__What needs to be done__
Count every line below that holds "result". The answer is the number alone.

__Extracted information__

▼

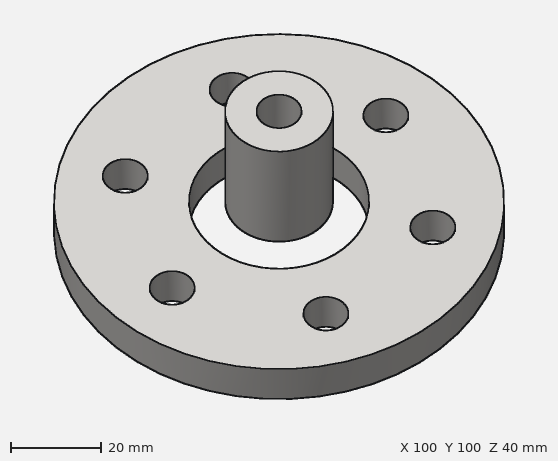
import cadquery as cq

flange_diameter = 100
flange_thickness = 10
flange_bore_diameter = 40

bolt_hole_count = 6
bolt_hole_diameter = 10
bolt_circle_diameter = 70

post_diameter = 24
post_height = 30
post_bore_diameter = 10


def make_flange():
    """Flat ring with a central bore and a circle of through holes."""
    ring = (
        cq.Workplane("XY")
        .circle(flange_diameter / 2)
        .circle(flange_bore_diameter / 2)
        .extrude(flange_thickness)
    )
    bolt_holes = (
        cq.Workplane("XY")
        .polarArray(bolt_circle_diameter / 2, 0, 360, bolt_hole_count)
        .circle(bolt_hole_diameter / 2)
        .extrude(flange_thickness)
    )
    return ring.cut(bolt_holes)


def make_post():
    """Tube whose lower end is level with the top face of the flange."""
    return (
        cq.Workplane("XY")
        .workplane(offset=flange_thickness)
        .circle(post_diameter / 2)
        .circle(post_bore_diameter / 2)
        .extrude(post_height)
    )


flange = make_flange()
post = make_post()

result = cq.Compound.makeCompound([flange.val(), post.val()])
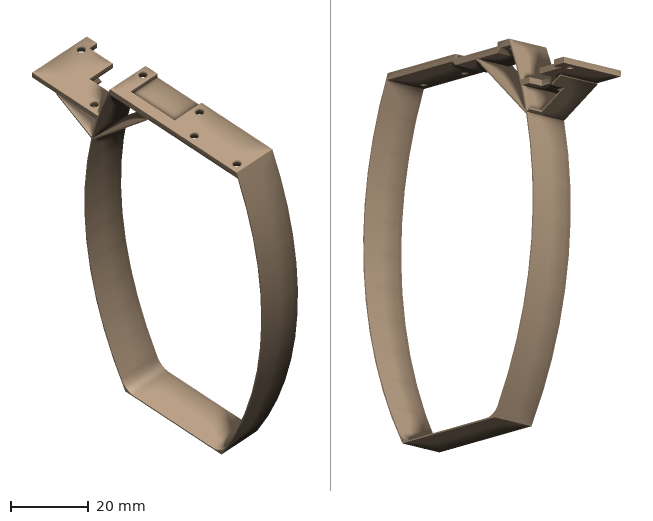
import cadquery as cq
import math


height = 100.0
band_depth = 13.0
wall = 0.4
middle_half_width = 32.4
middle_height = 55.5
bottom_half_width = 17.5
corner_radius = 5.0

top_thickness = 1.8
pocket_left = -18.7
pocket_width = 16.0
pocket_front = 3.2
tray_drop = 1.2

side_left = -51.4
side_top = 88.2
side_thickness = 1.6
side_depth = 20.0
tab_width = 3.7
shoulder_depth = 17.2
notch_start = 12.2
notch_end = 20.6
notch_front = 8.7

brace_thickness = 0.4
brace_foot_z = 79.3
side_brace_start = 9.0
top_brace_x = -9.7

hole_diameter = 2.1
countersink_diameter = 2.6
countersink_angle = 90
front_hole_y = 2.6
back_hole_y = 10.1
tab_hole_y = 15.4
side_holes = [(-48.9, tab_hole_y), (-31.4, front_hole_y)]
top_holes = [(-21.2, back_hole_y), (-0.6, back_hole_y), (5.0, front_hole_y), (20.5, front_hole_y)]

side_sag = middle_half_width - bottom_half_width
arc_radius = (middle_height**2 + side_sag**2) / (2 * side_sag)
arc_centre_x = middle_half_width - arc_radius


def half_width(z, inset=0.0):
    """Distance from the centre plane to the side arc, moved inwards by inset."""
    return arc_centre_x + math.sqrt((arc_radius - inset) ** 2 - (z - middle_height) ** 2)


def extrude_back(profile, y_start, y_end):
    """Extrude an XZ profile from y_start to y_end."""
    return profile.extrude(-(y_end - y_start)).translate((0, y_start, 0))


def barrel(z_low, z_high, inset):
    """Solid barrel between two heights, moved inwards by inset."""
    low = half_width(z_low, inset)
    high = half_width(z_high, inset)
    middle = half_width(middle_height, inset)
    profile = (
        cq.Workplane("XZ")
        .moveTo(-low, z_low)
        .lineTo(low, z_low)
        .threePointArc((middle, middle_height), (high, z_high))
        .lineTo(-high, z_high)
        .threePointArc((-middle, middle_height), (-low, z_low))
        .close()
    )
    return extrude_back(profile, 0, band_depth)


def opening():
    """Space enclosed by the band, below the top plate."""
    space = barrel(wall, height - top_thickness, wall)
    return space.edges("|Y and <Z").fillet(corner_radius)


def frame():
    return barrel(0, height, 0).cut(opening())


def tray():
    plate_bottom = height - top_thickness
    profile = (
        cq.Workplane("XZ")
        .moveTo(pocket_left - tray_drop, plate_bottom)
        .lineTo(pocket_left, plate_bottom - tray_drop)
        .lineTo(pocket_left + pocket_width, plate_bottom - tray_drop)
        .lineTo(pocket_left + pocket_width + tray_drop, plate_bottom)
        .close()
    )
    return extrude_back(profile, pocket_front - tray_drop, band_depth)


def pocket():
    return cq.Workplane("XY").box(
        pocket_width, band_depth - pocket_front, tray_drop, centered=False
    ).translate((pocket_left, pocket_front, height - tray_drop))


def side_plate():
    shoulder_right = side_left + notch_start
    return (
        cq.Workplane("XY", origin=(0, 0, side_top - side_thickness))
        .moveTo(side_left, 0)
        .lineTo(-half_width(side_top, wall), 0)
        .lineTo(-half_width(side_top, wall), band_depth)
        .lineTo(shoulder_right, band_depth)
        .lineTo(shoulder_right, shoulder_depth)
        .lineTo(side_left + tab_width, shoulder_depth)
        .lineTo(side_left + tab_width, side_depth)
        .lineTo(side_left, side_depth)
        .close()
        .extrude(side_thickness)
    )


def brace(start, end):
    """Thin full-depth web between two points of the XZ plane, lying below that line."""
    length = math.dist(start, end)
    angle = math.degrees(math.atan2(end[1] - start[1], end[0] - start[0]))
    web = cq.Workplane("XY").box(length, band_depth, brace_thickness, centered=False)
    web = web.translate((0, 0, -brace_thickness))
    return web.rotate((0, 0, 0), (0, 1, 0), -angle).translate((start[0], 0, start[1]))


def notch():
    """Vertical cut through the side plate and its brace, ending short of the band."""
    return cq.Workplane("XY").box(
        notch_end - notch_start, band_depth - notch_front, side_top - brace_foot_z, centered=False
    ).translate((side_left + notch_start, notch_front, brace_foot_z))


def drill(body, positions, z_top, depth):
    """Countersunk holes from z_top down through a plate of the given thickness."""
    mouth_radius = countersink_diameter / 2
    hole_radius = hole_diameter / 2
    sink_depth = (mouth_radius - hole_radius) / math.tan(math.radians(countersink_angle / 2))
    mouth = cq.Workplane("XY", origin=(0, 0, z_top)).pushPoints(positions)
    shafts = mouth.circle(hole_radius).extrude(-depth)
    sinks = mouth.eachpoint(
        lambda place: cq.Solid.makeCone(
            mouth_radius, hole_radius, sink_depth, dir=cq.Vector(0, 0, -1)
        ).moved(place)
    )
    return body.cut(shafts).cut(sinks)


brace_foot = (-half_width(brace_foot_z, wall), brace_foot_z)
side_brace = brace((side_left + side_brace_start, side_top - side_thickness), brace_foot)
top_brace = brace(brace_foot, (top_brace_x, height - top_thickness))
side_wing = side_plate().union(side_brace).cut(notch()).cut(opening())

result = frame().union(tray()).union(top_brace).cut(pocket()).union(side_wing)
result = drill(result, side_holes, side_top, side_thickness)
result = drill(result, top_holes, height, top_thickness)
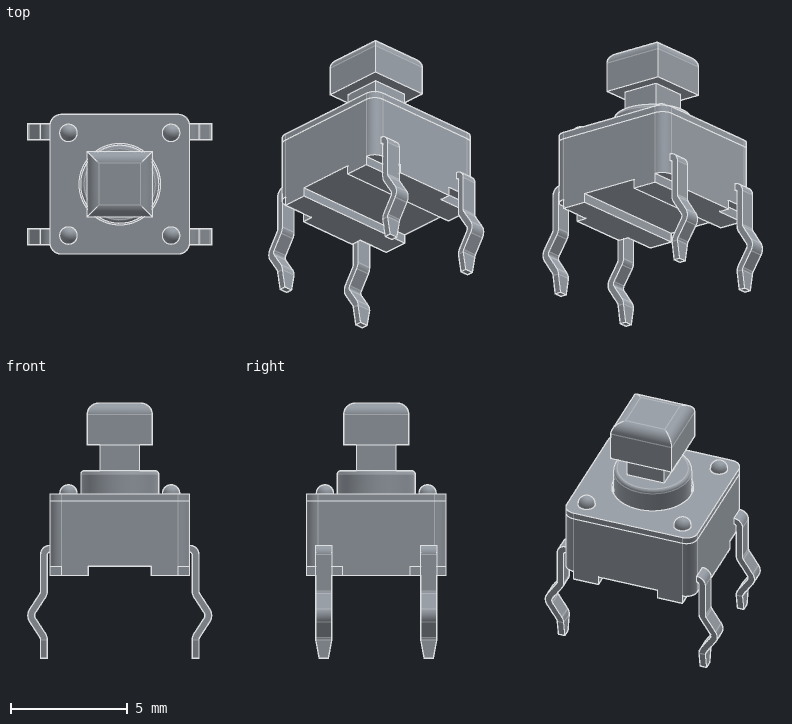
import cadquery as cq
import math


body_width = 6.0
corner_radius = 0.5
foot_height = 0.4
body_top = 3.5
cover_thickness = 0.3
cover_bottom = body_top - cover_thickness
foot_slot_width = 2.7
foot_tongue_width = 2.9
foot_bar_width = body_width - 2 * corner_radius

stud_diameter = 0.75
stud_offset = 2.2
stud_top = 3.9
stud_radius = stud_diameter / 2
stud_shoulder = stud_top - stud_radius

cover_hole_diameter = 3.5
collar_diameter = 3.35
collar_top = 4.5
collar_rounding = 0.15
stem_width = 1.7
head_width = 2.8
head_bottom = 5.6
head_top = 7.4
head_rounding = 0.5

terminal_thickness = 0.3
terminal_width = 0.7
terminal_pitch = 4.5
terminal_tip_width = 0.4
terminal_tip = -3.55
terminal_span = 7.89
terminal_root = body_width / 2 - corner_radius
terminal_shoulder_top = 1.3
terminal_level = terminal_shoulder_top - terminal_thickness / 2
leg_outer_face = 3.4
leg_offset = leg_outer_face - terminal_thickness / 2
shoulder_bend_radius = 0.25
kink_bend_radius = 0.35
kink_angle = math.radians(33)
kink_middle = -1.71
kink_peak = terminal_span / 2 - terminal_thickness / 2
kink_corner = kink_peak + kink_bend_radius * (1 / math.cos(kink_angle) - 1)
kink_half_height = (kink_corner - leg_offset) / math.tan(kink_angle)
taper_start = kink_middle - kink_half_height - kink_bend_radius * math.tan(kink_angle / 2)


def make_block(width, bottom, top):
    """Square block centred on the Z axis."""
    return cq.Workplane("XY").workplane(offset=bottom).rect(width, width).extrude(top - bottom)


def make_cylinder(diameter, bottom, top):
    """Upright cylinder on the Z axis."""
    return cq.Workplane("XY").workplane(offset=bottom).circle(diameter / 2).extrude(top - bottom)


def make_studs():
    """List of four round studs with hemispherical tops, starting at the underside of the cover."""
    stud = make_cylinder(stud_diameter, cover_bottom, stud_shoulder).union(
        cq.Workplane("XY").workplane(offset=stud_shoulder).sphere(stud_radius)
    )
    places = (-stud_offset, stud_offset)
    return [stud.translate((x, y, 0)) for x in places for y in places]


def make_feet():
    """Two T-shaped feet, separated by a slot along Y."""
    cross_bars = cq.Workplane("XY").rect(foot_bar_width, body_width).extrude(foot_height)
    tongues = cq.Workplane("XY").rect(body_width, foot_tongue_width).extrude(foot_height)
    slot = cq.Workplane("XY").rect(foot_slot_width, body_width).extrude(foot_height)
    return cross_bars.union(tongues).cut(slot)


def make_terminal():
    """Bent strip on the +X side, centred on Y = 0, with a tapered tip."""
    kink_corners = [
        (leg_offset, kink_middle + kink_half_height),
        (kink_corner, kink_middle),
        (leg_offset, kink_middle - kink_half_height),
    ]
    corners = [
        (terminal_root, terminal_level),
        (leg_offset, terminal_level),
        *kink_corners,
        (leg_offset, terminal_tip),
    ]
    path = cq.Wire.makePolygon([cq.Vector(x, 0, z) for x, z in corners])
    shoulder = cq.Workplane(path).vertices(cq.NearestToPointSelector((leg_offset, 0, terminal_level)))
    path = path.fillet2D(shoulder_bend_radius, shoulder.vals())
    for x, z in kink_corners:
        kink = cq.Workplane(path).vertices(cq.NearestToPointSelector((x, 0, z)))
        path = path.fillet2D(kink_bend_radius, kink.vals())
    strip = (
        cq.Workplane("YZ", origin=(terminal_root, 0, terminal_level))
        .rect(terminal_width, terminal_thickness)
        .sweep(cq.Workplane(path))
    )
    tapered_front = (
        cq.Workplane("YZ")
        .moveTo(-terminal_tip_width / 2, terminal_tip)
        .lineTo(terminal_tip_width / 2, terminal_tip)
        .lineTo(terminal_width / 2, taper_start)
        .lineTo(terminal_width / 2, body_top)
        .lineTo(-terminal_width / 2, body_top)
        .lineTo(-terminal_width / 2, taper_start)
        .close()
        .extrude(terminal_span / 2)
    )
    return strip.intersect(tapered_front)


def make_base():
    """Moulded base: rounded block on feet, with the studs and the four moulded-in terminals."""
    base = make_block(body_width, foot_height, cover_bottom).edges("|Z").fillet(corner_radius)
    base = base.union(make_feet())
    for stud in make_studs():
        base = base.union(stud)
    terminal = make_terminal()
    for y in (-terminal_pitch / 2, terminal_pitch / 2):
        for turn in (0, 180):
            base = base.union(terminal.rotate((0, 0, 0), (0, 0, 1), turn).translate((0, y, 0)))
    return base


def make_cover():
    """Flush cover plate with a clearance hole for the plunger and a hole for each stud."""
    cover = make_block(body_width, cover_bottom, body_top).edges("|Z").fillet(corner_radius)
    cover = cover.cut(make_cylinder(cover_hole_diameter, cover_bottom, body_top))
    for stud in make_studs():
        cover = cover.cut(stud)
    return cover


def make_plunger():
    """Round collar resting on the base, square stem, and square head with a rounded top rim."""
    collar = make_cylinder(collar_diameter, cover_bottom, collar_top)
    collar = collar.faces(">Z").edges().fillet(collar_rounding)
    stem = make_block(stem_width, collar_top, head_bottom)
    head = make_block(head_width, head_bottom, head_top).faces(">Z").edges().fillet(head_rounding)
    return collar.union(stem).union(head)


base = make_base()
cover = make_cover()
plunger = make_plunger()

result = cq.Compound.makeCompound([base.val(), cover.val(), plunger.val()])

▲

__Answer box__
5